Photo: Shot from Office Space

AF CyberWorx is focusing on Human-Centered Design for the month of October. It’s the secret ingredient of all that we undertake and can be an extremely valuable addition to most processes. Please follow us on social media to gain more insight into the value of Human-Centered Design and enjoy this week’s blog post by our lead UX/UI designer, Mr. Larry Marine!


Anyone familiar with the cult classic Office Space will immediately recognize the TPS report. In the movie, the TPS report represented a comedic nod to the ubiquitous report generator common to pretty much every office software system. But while they are common, report generators are one of the most poorly designed tools in the UX domain.

The next evolution of the report generator has been the equally common dashboard. That multifaceted screen festooned with neon progress bars; red, yellow, and green speedometers; and blinking lights; all shiny objects that attract your attention, but don’t really do anything for you. Though both of these tools have become common solutions in software and web design, they fail to solve the users’ real problems.

Ask yourself this simple question: What will the user do with the report or the dashboard? Will they read it? Look for something? What kind of something?

Users tend to look for two things in a report or dashboard: trends and exceptions. Why? Because these are the two things that demand attention and action.
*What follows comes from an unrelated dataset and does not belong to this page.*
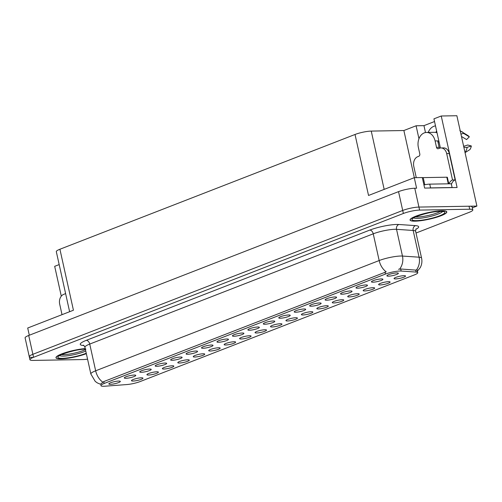 <?xml version="1.0" encoding="UTF-8"?>
<svg xmlns="http://www.w3.org/2000/svg" width="502" height="502" viewBox="0 0 502 502"><rect width="100%" height="100%" fill="white"/><g stroke="black" fill="none" stroke-linecap="round" stroke-linejoin="round"><path stroke-width="0.75" d="M440.31 148.008A12.537 9.312 -91 0 0 440.028 146.32L433.935 118.842L441.239 116L456.87 115.73L476.9 206.077L418.938 207.075A11.753 2.083 167.5 0 0 402.704 210.463L32.881 354.293A11.753 2.083 167.5 0 0 29.273 356.696A11.753 2.083 167.5 0 0 32.385 357.405M333.83 302.957A5.88 1.042 167.5 0 0 340.519 301.752A5.88 1.042 167.5 0 0 343.694 299.958A5.88 1.042 167.5 0 0 342.195 299.7A5.88 1.042 167.5 0 0 336.083 300.742A5.88 1.042 167.5 0 0 332.286 302.486A5.88 1.042 167.5 0 0 333.83 302.957M133.024 381.049A5.88 1.042 167.5 0 0 139.713 379.845A5.88 1.042 167.5 0 0 142.888 378.05A5.88 1.042 167.5 0 0 141.388 377.799A5.88 1.042 167.5 0 0 135.276 378.834A5.88 1.042 167.5 0 0 131.48 380.579A5.88 1.042 167.5 0 0 133.024 381.049M141.3 372.296A5.88 1.042 167.5 0 0 147.983 371.091A5.88 1.042 167.5 0 0 151.158 369.296A5.88 1.042 167.5 0 0 149.665 369.045A5.88 1.042 167.5 0 0 143.553 370.081A5.88 1.042 167.5 0 0 139.751 371.825A5.88 1.042 167.5 0 0 141.3 372.296M318.387 308.962A5.88 1.042 167.5 0 0 325.07 307.757A5.88 1.042 167.5 0 0 328.245 305.963A5.88 1.042 167.5 0 0 326.752 305.712A5.88 1.042 167.5 0 0 320.64 306.747A5.88 1.042 167.5 0 0 316.837 308.492A5.88 1.042 167.5 0 0 318.387 308.962M187.641 354.274A5.88 1.042 167.5 0 0 194.324 353.069A5.88 1.042 167.5 0 0 197.499 351.274A5.88 1.042 167.5 0 0 196.006 351.023A5.88 1.042 167.5 0 0 189.888 352.059A5.88 1.042 167.5 0 0 186.091 353.803A5.88 1.042 167.5 0 0 187.641 354.274M225.705 345.006A5.88 1.042 167.5 0 0 232.388 343.801A5.88 1.042 167.5 0 0 235.57 342.006A5.88 1.042 167.5 0 0 234.07 341.755A5.88 1.042 167.5 0 0 227.958 342.791A5.88 1.042 167.5 0 0 224.162 344.535A5.88 1.042 167.5 0 0 225.705 345.006M280.317 318.23A5.88 1.042 167.5 0 0 287.006 317.026A5.88 1.042 167.5 0 0 290.181 315.231A5.88 1.042 167.5 0 0 288.681 314.98A5.88 1.042 167.5 0 0 282.57 316.015A5.88 1.042 167.5 0 0 278.773 317.76A5.88 1.042 167.5 0 0 280.317 318.23M179.365 363.028A5.88 1.042 167.5 0 0 186.054 361.823A5.88 1.042 167.5 0 0 189.229 360.028A5.88 1.042 167.5 0 0 187.729 359.777A5.88 1.042 167.5 0 0 181.617 360.812A5.88 1.042 167.5 0 0 177.821 362.557A5.88 1.042 167.5 0 0 179.365 363.028M233.976 336.252A5.88 1.042 167.5 0 0 240.665 335.047A5.88 1.042 167.5 0 0 243.84 333.253A5.88 1.042 167.5 0 0 242.34 333.002A5.88 1.042 167.5 0 0 236.229 334.037A5.88 1.042 167.5 0 0 232.432 335.782A5.88 1.042 167.5 0 0 233.976 336.252M210.256 351.011A5.88 1.042 167.5 0 0 216.946 349.806A5.88 1.042 167.5 0 0 220.121 348.012A5.88 1.042 167.5 0 0 218.621 347.76A5.88 1.042 167.5 0 0 212.509 348.796A5.88 1.042 167.5 0 0 208.713 350.54A5.88 1.042 167.5 0 0 210.256 351.011M264.874 324.236A5.88 1.042 167.5 0 0 271.557 323.031A5.88 1.042 167.5 0 0 274.732 321.236A5.88 1.042 167.5 0 0 273.239 320.985A5.88 1.042 167.5 0 0 267.12 322.02A5.88 1.042 167.5 0 0 263.324 323.765A5.88 1.042 167.5 0 0 264.874 324.236M163.922 369.033A5.88 1.042 167.5 0 0 170.605 367.828A5.88 1.042 167.5 0 0 173.78 366.033A5.88 1.042 167.5 0 0 172.286 365.782A5.88 1.042 167.5 0 0 166.168 366.818A5.88 1.042 167.5 0 0 162.372 368.562A5.88 1.042 167.5 0 0 163.922 369.033M218.533 342.257A5.88 1.042 167.5 0 0 225.216 341.053A5.88 1.042 167.5 0 0 228.391 339.258A5.88 1.042 167.5 0 0 226.898 339.007A5.88 1.042 167.5 0 0 220.786 340.042A5.88 1.042 167.5 0 0 216.983 341.787A5.88 1.042 167.5 0 0 218.533 342.257M380.171 284.935A5.88 1.042 167.5 0 0 386.86 283.73A5.88 1.042 167.5 0 0 390.035 281.936A5.88 1.042 167.5 0 0 388.535 281.678A5.88 1.042 167.5 0 0 382.424 282.72A5.88 1.042 167.5 0 0 378.627 284.465A5.88 1.042 167.5 0 0 380.171 284.935M302.938 314.967A5.88 1.042 167.5 0 0 309.627 313.763A5.88 1.042 167.5 0 0 312.802 311.968A5.88 1.042 167.5 0 0 311.303 311.717A5.88 1.042 167.5 0 0 305.191 312.752A5.88 1.042 167.5 0 0 301.395 314.497A5.88 1.042 167.5 0 0 302.938 314.967M372.999 282.187A5.88 1.042 167.5 0 0 379.681 280.982A5.88 1.042 167.5 0 0 382.863 279.187A5.88 1.042 167.5 0 0 381.363 278.936A5.88 1.042 167.5 0 0 375.251 279.972A5.88 1.042 167.5 0 0 371.455 281.716A5.88 1.042 167.5 0 0 372.999 282.187M256.597 332.989A5.88 1.042 167.5 0 0 263.286 331.784A5.88 1.042 167.5 0 0 266.462 329.99A5.88 1.042 167.5 0 0 264.962 329.739A5.88 1.042 167.5 0 0 258.85 330.774A5.88 1.042 167.5 0 0 255.054 332.519A5.88 1.042 167.5 0 0 256.597 332.989M342.107 294.203A5.88 1.042 167.5 0 0 348.79 292.999A5.88 1.042 167.5 0 0 351.965 291.198A5.88 1.042 167.5 0 0 350.471 290.947A5.88 1.042 167.5 0 0 344.359 291.988A5.88 1.042 167.5 0 0 340.557 293.726A5.88 1.042 167.5 0 0 342.107 294.203M295.766 312.225A5.88 1.042 167.5 0 0 302.449 311.02A5.88 1.042 167.5 0 0 305.624 309.219A5.88 1.042 167.5 0 0 304.13 308.968A5.88 1.042 167.5 0 0 298.019 310.01A5.88 1.042 167.5 0 0 294.222 311.748A5.88 1.042 167.5 0 0 295.766 312.225M241.155 339.001A5.88 1.042 167.5 0 0 247.837 337.796A5.88 1.042 167.5 0 0 251.013 336.001A5.88 1.042 167.5 0 0 249.519 335.744A5.88 1.042 167.5 0 0 243.401 336.786A5.88 1.042 167.5 0 0 239.605 338.53A5.88 1.042 167.5 0 0 241.155 339.001M326.658 300.209A5.88 1.042 167.5 0 0 333.347 299.004A5.88 1.042 167.5 0 0 336.522 297.209A5.88 1.042 167.5 0 0 335.022 296.958A5.88 1.042 167.5 0 0 328.91 297.993A5.88 1.042 167.5 0 0 325.114 299.738A5.88 1.042 167.5 0 0 326.658 300.209M194.814 357.022A5.88 1.042 167.5 0 0 201.497 355.818A5.88 1.042 167.5 0 0 204.672 354.023A5.88 1.042 167.5 0 0 203.178 353.766A5.88 1.042 167.5 0 0 197.066 354.807A5.88 1.042 167.5 0 0 193.264 356.552A5.88 1.042 167.5 0 0 194.814 357.022M249.425 330.247A5.88 1.042 167.5 0 0 256.108 329.042A5.88 1.042 167.5 0 0 259.289 327.241A5.88 1.042 167.5 0 0 257.79 326.99A5.88 1.042 167.5 0 0 251.678 328.032A5.88 1.042 167.5 0 0 247.881 329.77A5.88 1.042 167.5 0 0 249.425 330.247M287.489 320.979A5.88 1.042 167.5 0 0 294.178 319.774A5.88 1.042 167.5 0 0 297.353 317.979A5.88 1.042 167.5 0 0 295.854 317.722A5.88 1.042 167.5 0 0 289.742 318.764A5.88 1.042 167.5 0 0 285.945 320.508A5.88 1.042 167.5 0 0 287.489 320.979M125.851 378.301A5.88 1.042 167.5 0 0 132.541 377.096A5.88 1.042 167.5 0 0 135.716 375.301A5.88 1.042 167.5 0 0 134.216 375.05A5.88 1.042 167.5 0 0 128.104 376.086A5.88 1.042 167.5 0 0 124.308 377.83A5.88 1.042 167.5 0 0 125.851 378.301M311.209 306.214A5.88 1.042 167.5 0 0 317.898 305.009A5.88 1.042 167.5 0 0 321.073 303.214A5.88 1.042 167.5 0 0 319.573 302.963A5.88 1.042 167.5 0 0 313.461 303.999A5.88 1.042 167.5 0 0 309.665 305.743A5.88 1.042 167.5 0 0 311.209 306.214M395.62 278.924A5.88 1.042 167.5 0 0 402.303 277.719A5.88 1.042 167.5 0 0 405.478 275.924A5.88 1.042 167.5 0 0 403.984 275.673A5.88 1.042 167.5 0 0 397.873 276.709A5.88 1.042 167.5 0 0 394.07 278.453A5.88 1.042 167.5 0 0 395.62 278.924M349.279 296.946A5.88 1.042 167.5 0 0 355.962 295.741A5.88 1.042 167.5 0 0 359.143 293.946A5.88 1.042 167.5 0 0 357.644 293.695A5.88 1.042 167.5 0 0 351.532 294.73A5.88 1.042 167.5 0 0 347.735 296.475A5.88 1.042 167.5 0 0 349.279 296.946M388.448 276.182A5.88 1.042 167.5 0 0 395.13 274.977A5.88 1.042 167.5 0 0 398.306 273.176A5.88 1.042 167.5 0 0 396.812 272.925A5.88 1.042 167.5 0 0 390.694 273.966A5.88 1.042 167.5 0 0 386.898 275.705A5.88 1.042 167.5 0 0 388.448 276.182M110.409 384.312A5.88 1.042 167.5 0 0 117.091 383.108A5.88 1.042 167.5 0 0 120.267 381.307A5.88 1.042 167.5 0 0 118.773 381.056A5.88 1.042 167.5 0 0 112.655 382.097A5.88 1.042 167.5 0 0 108.859 383.835A5.88 1.042 167.5 0 0 110.409 384.312M272.046 326.984A5.88 1.042 167.5 0 0 278.729 325.779A5.88 1.042 167.5 0 0 281.904 323.985A5.88 1.042 167.5 0 0 280.411 323.734A5.88 1.042 167.5 0 0 274.299 324.769A5.88 1.042 167.5 0 0 270.503 326.513A5.88 1.042 167.5 0 0 272.046 326.984M357.549 288.192A5.88 1.042 167.5 0 0 364.239 286.987A5.88 1.042 167.5 0 0 367.414 285.192A5.88 1.042 167.5 0 0 365.914 284.941A5.88 1.042 167.5 0 0 359.802 285.977A5.88 1.042 167.5 0 0 356.006 287.721A5.88 1.042 167.5 0 0 357.549 288.192M148.473 375.044A5.88 1.042 167.5 0 0 155.156 373.839A5.88 1.042 167.5 0 0 158.337 372.045A5.88 1.042 167.5 0 0 156.837 371.787A5.88 1.042 167.5 0 0 150.725 372.829A5.88 1.042 167.5 0 0 146.929 374.574A5.88 1.042 167.5 0 0 148.473 375.044M203.084 348.269A5.88 1.042 167.5 0 0 209.773 347.064A5.88 1.042 167.5 0 0 212.948 345.263A5.88 1.042 167.5 0 0 211.449 345.012A5.88 1.042 167.5 0 0 205.337 346.054A5.88 1.042 167.5 0 0 201.54 347.792A5.88 1.042 167.5 0 0 203.084 348.269M364.728 290.94A5.88 1.042 167.5 0 0 371.411 289.736A5.88 1.042 167.5 0 0 374.586 287.941A5.88 1.042 167.5 0 0 373.093 287.69A5.88 1.042 167.5 0 0 366.975 288.725A5.88 1.042 167.5 0 0 363.178 290.47A5.88 1.042 167.5 0 0 364.728 290.94M156.743 366.291A5.88 1.042 167.5 0 0 163.432 365.086A5.88 1.042 167.5 0 0 166.608 363.285A5.88 1.042 167.5 0 0 165.108 363.034A5.88 1.042 167.5 0 0 158.996 364.075A5.88 1.042 167.5 0 0 155.2 365.814A5.88 1.042 167.5 0 0 156.743 366.291M172.192 360.279A5.88 1.042 167.5 0 0 178.875 359.074A5.88 1.042 167.5 0 0 182.057 357.28A5.88 1.042 167.5 0 0 180.557 357.029A5.88 1.042 167.5 0 0 174.445 358.064A5.88 1.042 167.5 0 0 170.649 359.808A5.88 1.042 167.5 0 0 172.192 360.279M103.713 386.27A10.58 1.876 167.5 0 0 105.056 386.201L126.855 384.551A10.58 1.876 167.5 0 0 140.121 381.564L414.514 274.858A10.58 1.876 167.5 0 0 417.758 272.686A10.58 1.876 167.5 0 0 416.076 272.071L401.154 271.049A10.58 1.876 167.5 0 0 385.429 274.073L104.159 383.465A10.58 1.876 167.5 0 0 100.915 385.63A10.58 1.876 167.5 0 0 103.713 386.27M472.344 207.847L476.9 206.077M441.239 116L457.096 187.522L424.629 188.081L422.289 177.545L414.263 177.683L416.604 188.219L414.765 188.25A11.753 2.083 167.5 0 0 398.532 191.638L28.708 335.468A11.753 2.083 167.5 0 0 25.1 337.877L29.273 356.696A11.753 2.083 167.5 0 1 32.881 354.293L402.704 210.463A11.753 2.083 167.5 0 1 418.938 207.075L469.031 206.215A11.753 2.083 167.5 0 1 472.144 206.924L472.809 209.936A11.753 2.083 167.5 0 0 469.703 209.227L419.603 210.087A11.753 2.083 167.5 0 0 403.376 213.475L33.546 357.305A11.753 2.083 167.5 0 0 29.938 359.708A11.753 2.083 167.5 0 0 33.05 360.417L83.144 359.557A11.753 2.083 167.5 0 0 87.561 359.15M69.621 311.711L56.312 251.653A11.753 2.083 -12.5 0 1 59.914 249.243L355.021 134.48L368.537 195.466L414.263 177.683M29.311 335.236L27.71 328.013L73.436 310.23L59.914 249.243M59.173 264.585L54.687 266.33L61.294 296.161M435.918 132.465A12.537 9.312 89 0 1 436.608 130.915M355.021 134.48A11.753 2.083 -12.5 0 1 371.248 131.091L403.878 130.526L414.332 177.677M403.878 130.526L416.089 125.782L418.963 138.728M434.531 121.534L423.958 125.644L416.089 125.782M435.498 125.883A12.537 9.312 -91 0 0 428.225 132.415M423.958 125.644L425.489 132.547M85.221 348.595A18.806 3.332 167.5 0 0 65.718 352.511A18.806 3.332 167.5 0 0 55.967 357.75A18.806 3.332 167.5 0 0 60.943 358.88A18.806 3.332 167.5 0 0 86.35 353.678M415.041 221.169A18.806 3.332 167.5 0 0 435.529 217.586A18.806 3.332 167.5 0 0 446.786 211.894A18.806 3.332 167.5 0 0 441.81 210.765A18.806 3.332 167.5 0 0 421.322 214.348A18.806 3.332 167.5 0 0 410.065 220.039A18.806 3.332 167.5 0 0 415.041 221.169M100.576 384.105L103.745 381.589L386.226 271.833A13.711 8.854 -111.3 0 1 379.167 260.544A15.669 2.774 -12.5 0 1 400.809 256.026A15.669 2.774 -12.5 0 1 402.466 256.058L419.088 257.2A15.669 2.774 -12.5 0 1 421.58 258.11L415.656 231.384A15.669 2.774 167.5 0 0 413.159 230.468L396.536 229.332A15.669 2.774 167.5 0 0 394.886 229.295A15.669 2.774 167.5 0 0 373.243 233.813L89.739 344.071A15.669 2.774 167.5 0 0 84.932 347.284C84.148 345.721 83.614 345.031 83.338 345.2M398.506 269.267L400.703 268.997L416.29 270.151A13.711 11.565 -86.1 0 0 419.088 257.2L413.159 230.468A3.916 3.307 93.9 0 1 415.524 225.63A19.591 3.47 -12.5 0 1 415.863 229.351M416.02 233.028L469.201 212.34A11.753 2.083 167.5 0 0 472.809 209.936M62.022 314.666L59.688 304.118A7.837 5.823 89 0 1 63.591 294.417L64.708 293.984A1.958 1.456 89 0 0 65.517 293.181M440.976 147.946A7.837 5.823 89 0 1 446.686 153.612L449.309 153.568A7.837 5.823 89 0 0 443.599 147.902L440.976 147.946A7.837 5.823 89 0 0 439.438 148.253L438.328 148.686A1.958 1.456 89 0 1 437.945 148.761A1.958 1.456 89 0 1 436.514 147.343L435.096 140.943A11.753 8.729 -91 0 0 426.531 132.446A11.753 8.729 -91 0 0 424.228 132.904A11.753 8.729 -91 0 0 418.367 147.45L419.785 153.85A1.958 1.456 89 0 1 418.806 156.273L417.695 156.706A7.837 5.823 89 0 0 413.786 166.407L416.277 177.645M437.738 140.987L439.137 147.299A1.958 1.456 -91 0 0 439.564 148.203M437.982 140.893A11.753 8.729 89 0 1 438.334 143.691M426.531 132.446L434.399 132.308A11.753 8.729 89 0 1 436.878 132.748L437.016 132.748M461.47 136.481L466.565 139.575L469.332 136.858A9.011 6.695 -91 0 0 467.732 135.427L459.845 130.602M465.053 152.639L469.903 149.59A9.011 6.695 -91 0 0 471.353 145.982L467.77 145.015L463.653 146.314M469.332 136.858L464.181 133.733A4.311 2.115 140.4 0 0 460.98 134.254M463.842 147.174A4.311 0.816 11.4 0 0 467.186 147.299L471.353 145.982M449.309 153.568L455.151 179.917A7.837 5.823 -91 0 0 451.417 184.454M449.033 183.801A7.837 5.823 89 0 1 452.528 179.961L455.151 179.917M446.686 153.612L452.528 179.961M428.903 188.012A7.837 1.387 -12.5 0 1 430.591 187.899L452.101 187.528A7.837 1.387 167.5 0 0 451.863 187.616M430.591 187.899L429.756 184.134A7.837 1.387 167.5 0 0 423.926 184.937M452.101 187.528L451.267 183.763L429.756 184.134M85.44 349.599A14.495 2.566 -12.5 0 1 63.34 354.676A14.495 2.566 -12.5 0 1 61.451 354.613M86.338 353.634A18.612 3.294 -12.5 0 1 61.081 358.83A18.612 3.294 -12.5 0 1 56.155 357.706A18.612 3.294 -12.5 0 1 65.875 352.504A18.612 3.294 -12.5 0 1 85.233 348.639M440.486 211.373A14.495 2.566 -12.5 0 1 417.444 216.964A14.495 2.566 -12.5 0 1 415.549 216.902M415.179 221.118A18.612 3.294 -12.5 0 1 410.259 219.995A18.612 3.294 -12.5 0 1 421.398 214.36A18.612 3.294 -12.5 0 1 441.672 210.815A18.612 3.294 -12.5 0 1 446.592 211.938A18.612 3.294 -12.5 0 1 435.454 217.567A18.612 3.294 -12.5 0 1 415.179 221.118M448.775 183.807L447.345 177.332A1.958 0.345 167.5 0 0 446.824 177.212L423.217 177.62A1.958 0.345 167.5 0 0 422.326 177.714M28.708 335.468L33.546 357.305M398.532 191.638L403.376 213.475M414.765 188.25L419.603 210.087M371.248 131.091L384.174 189.386M416.076 272.071L415.618 270.02M401.154 271.049L400.703 268.997M385.429 274.073L385.015 272.197M104.159 383.465L103.745 381.589M83.878 345.533A19.591 3.47 -12.5 0 1 86.281 340.35L369.786 230.098A3.916 2.529 -111.3 0 1 373.243 233.813L379.167 260.544L95.662 370.796A13.711 8.854 68.7 0 0 102.722 382.085M369.786 230.098A19.591 3.47 -12.5 0 1 396.837 224.45A19.591 3.47 -12.5 0 1 398.902 224.494L415.524 225.63M399.623 269.066A13.711 11.565 -86.1 0 0 402.466 256.058L396.536 229.332A3.916 3.307 93.9 0 1 398.902 224.494M100.62 384.319L97.306 382.901L95.242 381.401L90.856 374.009A15.669 2.774 -12.5 0 1 95.662 370.796L89.739 344.071A3.916 2.529 -111.3 0 0 86.281 340.35M469.703 209.227L469.031 206.215M435.096 140.943L437.719 140.899M464.181 133.733A13.403 9.952 -91 0 0 461.802 131.593M465.047 152.621A13.403 9.952 -91 0 0 467.186 147.299M436.514 147.343L439.137 147.299M85.76 351.03A14.897 2.635 -12.5 0 1 63.346 356.106A14.897 2.635 -12.5 0 1 59.688 355.585M86.25 353.226A16.848 2.981 -12.5 0 1 62.336 358.34A16.848 2.981 -12.5 0 1 62.549 354.067A16.848 2.981 -12.5 0 1 85.321 349.047M442.494 211.511A14.897 2.635 -12.5 0 1 432.573 215.873A14.897 2.635 -12.5 0 1 417.451 218.395A14.897 2.635 -12.5 0 1 413.792 217.874M416.434 220.629A16.848 2.981 -12.5 0 1 417.149 216.161A16.848 2.981 -12.5 0 1 440.417 211.304A16.848 2.981 -12.5 0 1 439.702 215.772A16.848 2.981 -12.5 0 1 416.434 220.629M423.217 177.62L424.799 184.755M446.824 177.212L448.286 183.814M417.758 272.686L416.98 269.185M416.993 271.657L420.237 267.673C421.831 264.654 422.282 261.467 421.58 258.11M29.938 359.708L29.273 356.696M90.856 374.009L84.932 347.284M415.656 231.384C415.706 229.64 415.894 228.786 416.214 228.824M59.399 355.165L59.236 355.956C56.6 355.805 76.825 348.677 85.93 349.091M56.155 357.706L56.055 357.236M413.497 217.454L413.334 218.244C410.705 218.094 430.923 210.965 440.028 211.38L443.065 211.656L442.582 211.003M410.259 219.995L410.153 219.525M446.592 211.938L446.491 211.467"/></g></svg>

But what action?

A key design tenet that I promote at the Air Force CyberWorx is every design should focus on leading to a contextually appropriate action. Avoid relying on the user to understand the problem or figure out what action to take. Lead them to the right action.

Since every trend or exception may require a unique action, a good UX design would provide the right action(s) appropriate for each item. For instance, rather than merely reporting that a sales rep is not meeting his numbers, a sales management system could incorporate a codified sales formula and compare the rep’s actions to that formula, noting any deviations and alerting the rep to perform any missing steps that are known to improve sales activities.

Example: it may be known that 80% of all sales come from a rep’s top 10 customers, but only if the rep meets with those customers at least 3 times per year. The system may know that the rep has only met with 4 of those customers and then suggest that he meet with the other customers soon.

The point is that dashboards and report generators themselves don’t incite action. The users are left to figure out what to do on their own. That adds a lot of cognitive burden onto the users, and there’s little reason to believe that every user will have the same response to every anomaly. The real design challenge is to incorporate the knowledge to define the problem for the user and then perform the correct action to address the specific trend or exception and to promote the right action for each trend or exception.

Think how differently your job would be if your dashboard synthesized the data, presented actionable insights, and then provided buttons to effect the correct actions.

This action-oriented design approach is a key focus at AF CyberWorx. Good UX design is more than just putting a pretty face on a dashboard, it’s about inciting the right actions to solve a specific problem.

*The postings on this blog reflect individual team member opinions and do not necessarily reflect official Air Force positions, strategies, or opinions.